On 2011-11-03 09:14-0000 Andrew Ross wrote:

> On Wed, Nov 02, 2011 at 05:55:44PM +0000, Steve Schwartz wrote:
>> Hazen,
>>
>> On Tue, 2011-11-01 at 22:28 -0400, Hazen Babcock wrote:
>>> The trick is to write your exit handler so that it does not return
>>> control to PLplot.
>>
>> Indeed, and could be quite tricky depending on the application but is
>> the best plplot could offer. I withdraw the subject line of this thread.
>
> Steve,
>
> This is not at all a stupid question. In fact, it is rather an unfortunate
> historic artefact of plplot. In my opinion, libraries should never call
> exit(). Libraries should return control from a function call as gracefully
> as possible and set an error code. It is up to the application to decide
> what to do from there. For interactive languages then calling exit() is
> exceedingly irritating, just because of a plotting error. This topic has
> come up on the list before, but to fix it requires all plplot functions
> to return error codes.
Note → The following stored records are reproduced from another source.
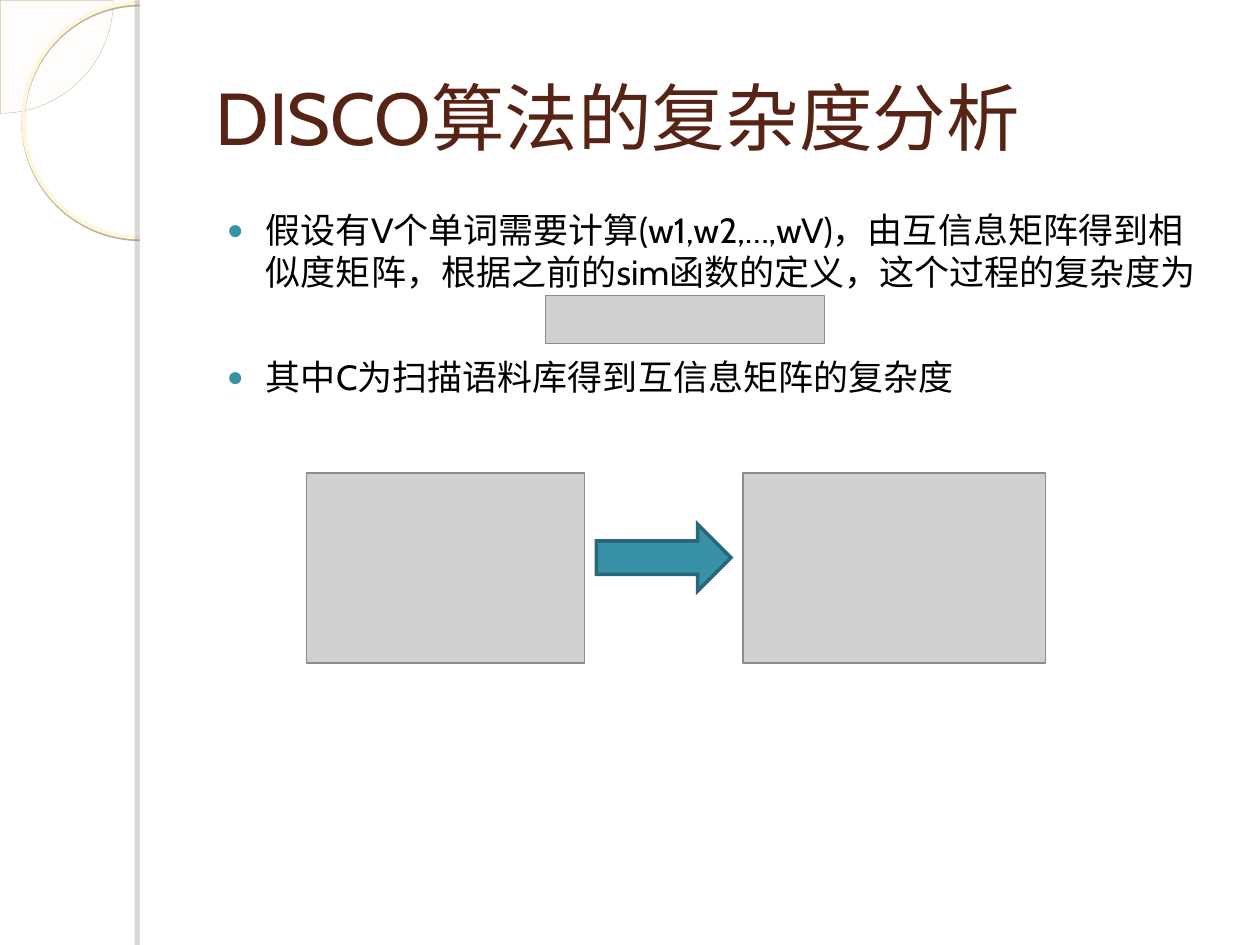
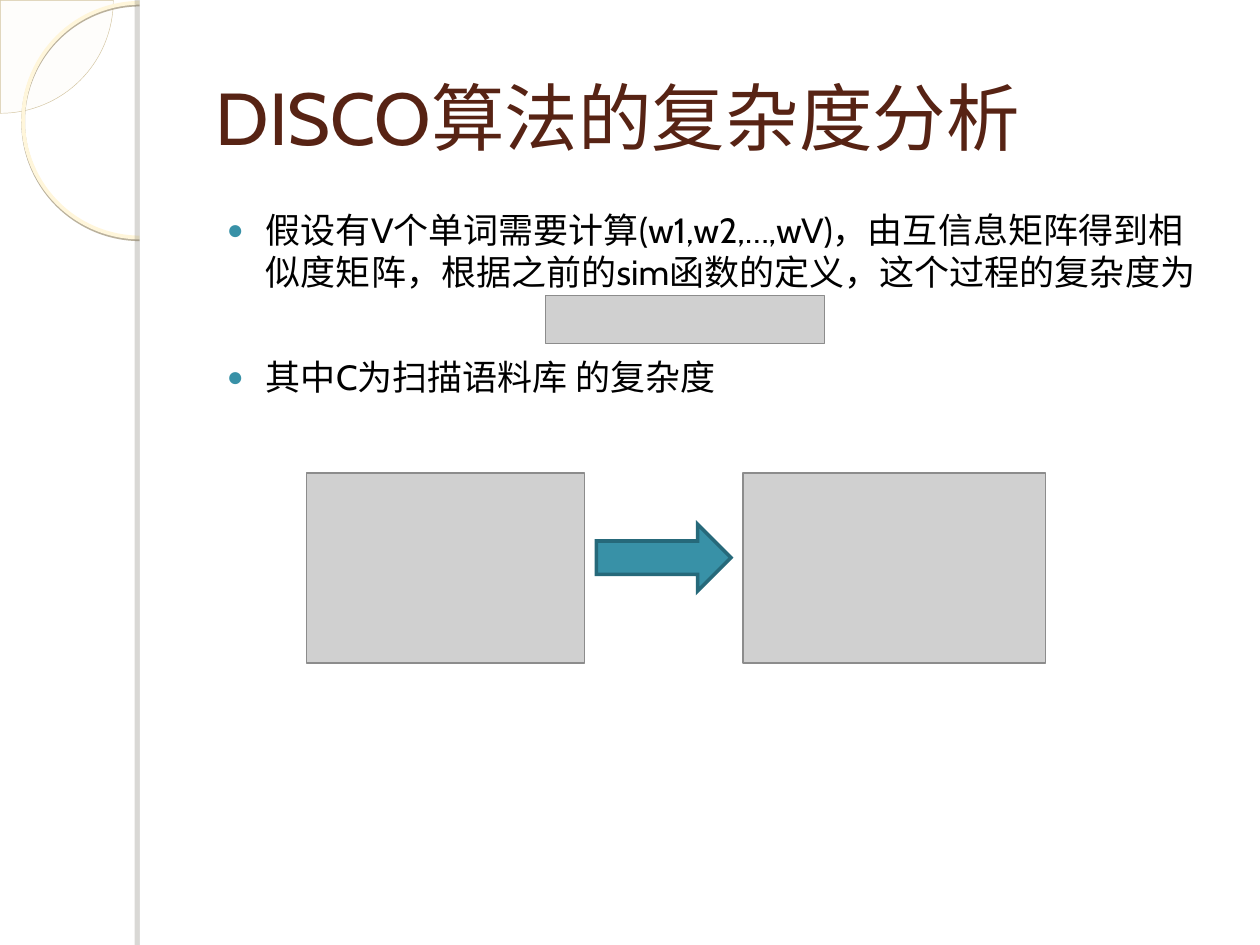
Before and after one commit to WangJunqiao/Tech-Study, a slide deck: slide 15 of 答辩.ppt. Drawn at 1260x945 pixels with LibreOffice and Linux fonts; fonts in the diff are those of the drawing; grey boxes stand for pictures; background and template pictures are left out. Boxes give left, top, right and bottom in pixels: in the first picture for what was removed or moved away, otherwise in the second. Text is boxed around its words. In the diff, an @@ line names an element or a change of style, - is before the commit and + after.

```diff
--- a/答辩.ppt
+++ b/答辩.ppt
@@ text at <box>266,360,716,393</box>: text changed @@
-● 其中C为扫描语料库得到互信息矩阵的复杂度
+● 其中C为扫描语料库 的复杂度
```
Also in this commit, not shown: 5 other slides changed.
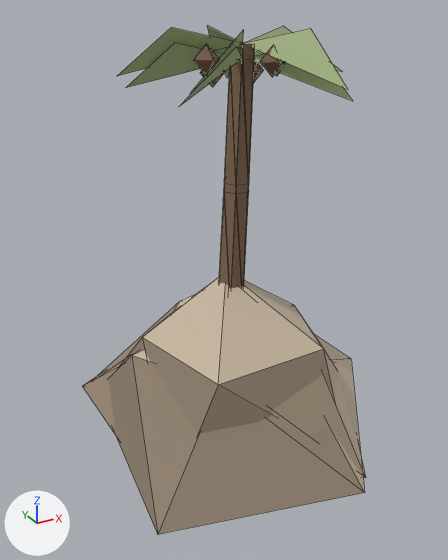
A saved change to the glTF model public/assets/3d/props/desert-rock-1.glb.
Before and after are seen from a 50 mm camera at (-1.05, -1.859, 1.5) aimed at (-0.034, -0.012, 0.576). Lighting does not change. The marker at lower left points along +X, +Y and +Z. The picture after the commit comes second. Mesh edges are drawn as thin lines. Vertices at exactly the same position are counted once.

Names of what the first picture shows: 'desert-palm-0', 'desert-palm-1', 'desert-rock-0', 'desert-rock-1'.
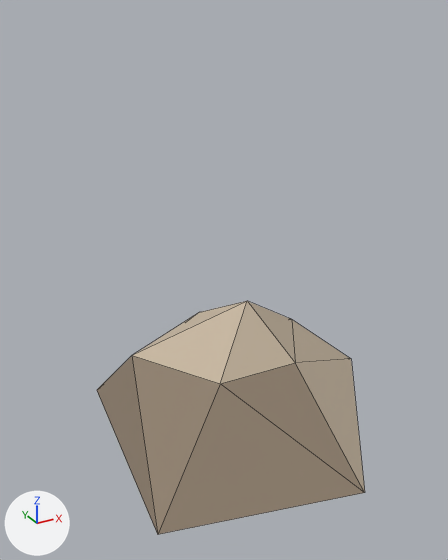
Boxes [x1, y1, x2, y2] around the edits, measured in the pictures (448 x 560 px):
```json
{"object": "desert-rock-1", "change": "reshaped", "before": [109, 277, 365, 534], "after": [97, 301, 365, 534], "on screen": "9% shorter"}
{"object": "desert-palm-1", "change": "deleted", "before": [117, 26, 347, 288], "faces in mat_dp_trunk_1 (brown #816950)": [219, 43, 254, 288], "faces in mat_dp_frond_1 (greyish green #a0ad81)": [117, 26, 347, 90], "faces in mat_dp_coco_1 (brown #765945)": [193, 44, 285, 77]}
{"object": "desert-rock-0", "change": "deleted", "before": [82, 293, 366, 478], "on screen": "mostly hidden", "faces in mat_dr_shdw_0 (brown #998976)": [82, 302, 366, 478], "faces in mat_dr_sun_0 (beige #d3bfa6)": [172, 293, 366, 477]}
{"object": "desert-palm-0", "change": "deleted", "before": [126, 43, 353, 274], "faces in mat_dp_frond_0 (greyish green #a0ad81)": [126, 43, 353, 107], "faces in mat_dp_coco_0 (brown #765945)": [200, 63, 263, 87]}
{"part": 1, "of": "me_desert_rock_1", "change": "deleted", "before": [120, 277, 338, 434]}
```

The change, as JSON lines over the scene's bpy script:
```json
{"block": "me_desert_rock_1", "where": "# used by ob_desert_rock_1; location = (0.0, 0.0, 0.0)"}
{"op": "remove", "block": "me_desert_rock_1", "code": "me_desert_rock_1.from_pydata(...)  # 23 vertices, 40 faces; spans x -0.53..0.677, y -0.656..0.606, z 0.0..0.576"}
{"op": "add", "block": "me_desert_rock_1", "code": "me_desert_rock_1.from_pydata(...)  # 12 vertices, 20 faces; spans x -0.53..0.677, y -0.656..0.606, z 0.0..0.487"}
{"block": "me_desert_rock_1", "change": "me_desert_rock_1 part 1"}
{"block": "me_desert_rock_1", "change": "11 vertices are removed from x -0.424..0.541, y -0.484..0.522, z 0.0..0.576"}
{"block": "me_desert_rock_1", "change": "20 faces are deleted"}
{"op": "remove", "block": "ob_desert_rock_0", "code": ["ob_desert_rock_0 = bpy.data.objects.new('desert-rock-0', me_desert_rock_0)", "ob_desert_rock_0.location = (0.0, 0.0, 0.0)"]}
{"op": "remove", "block": "ob_desert_palm_0", "code": ["ob_desert_palm_0 = bpy.data.objects.new('desert-palm-0', me_desert_palm_0)", "ob_desert_palm_0.location = (0.0, 0.0, 0.0)"]}
{"op": "remove", "block": "ob_desert_palm_1", "code": ["ob_desert_palm_1 = bpy.data.objects.new('desert-palm-1', me_desert_palm_1)", "ob_desert_palm_1.location = (0.0, 0.0, 0.0)"]}
```

This is a major API change and would also require
> a lot of internal work to ensure errors were handled gracefully. Sadly C
> does not offer a nice way of exception handling unlike some more modern
> languages.

Hi Andrew:

I agree this is an important issue that we need to solve to make
interactive use of PLplot a much nicer experience.  However, I
am not sure it needs to be solved with a massive API change.

Here are the current rough plexit statistics:

software@raven> grep plexit drivers/*.c src/*.c |wc -l
228
software@raven> grep plexit drivers/*.c src/*.c |grep -iv mem |wc -l
97

The second command attempts to eliminate the "out of memory" ones from
the result since I assume you do not want to do anything other than
exit for such a major overall system problem.

I am also sure most/all of those ~100 plexit calls in our code have
been done as a "quick fix" when we should have called plwarn instead
and then made some sane assumptions to continue when that is possible
or otherwise do a quick return instead with no plotting action.

Here are my preliminary thoughts on how to deal with this problem:

i. Encourage plexit for truly bad but extremely rare situations. So
    every call to malloc or calloc should be checked, and for the
    unsuccessful case, call plexit.  But I suspect that is the only
    case where plexit should be called.

ii. Replace all other calls to plexit with a call to plwarn instead.
     There are two cases to consider here.

     + Public API.  Replace plexit with plwarn and continue with the
       plot when that is possible or do a quick return otherwise. If
       our interactive users get a plwarn message when they make a
       mistake, and in addition no plot when it is a really bad mistake
       that should be sufficient, and I think a return code in addition
       would be overkill. The large advantage of this approach is no
       API change would be necessary.

     + Private functions.  Presumably some of our private functions
       that are called by our public API routines currently call plexit
       themselves.  For this case we should also replace the call to
       plexit with plwarn, but we should also return an error code to
       our public API routines which should then do a quick return with
       no plotting action for non-zero return codes.

My hope is these preliminary thoughts will encourage discussion, and
ultimately a concrete plan that we can all work on together to
eventually produce PLplot libraries that never exit except for the
out-of-memory case.

Alan
__________________________
Alan W. Irwin

Astronomical research affiliation with Department of Physics and Astronomy,
University of Victoria (astrowww.phys.uvic.ca).

Programming affiliations with the FreeEOS equation-of-state
implementation for stellar interiors (freeeos.sf.net); the Time
Ephemerides project (timeephem.sf.net); PLplot scientific plotting
software package (plplot.sf.net); the libLASi project
(unifont.org/lasi); the Loads of Linux Links project (loll.sf.net);
and the Linux Brochure Project (lbproject.sf.net).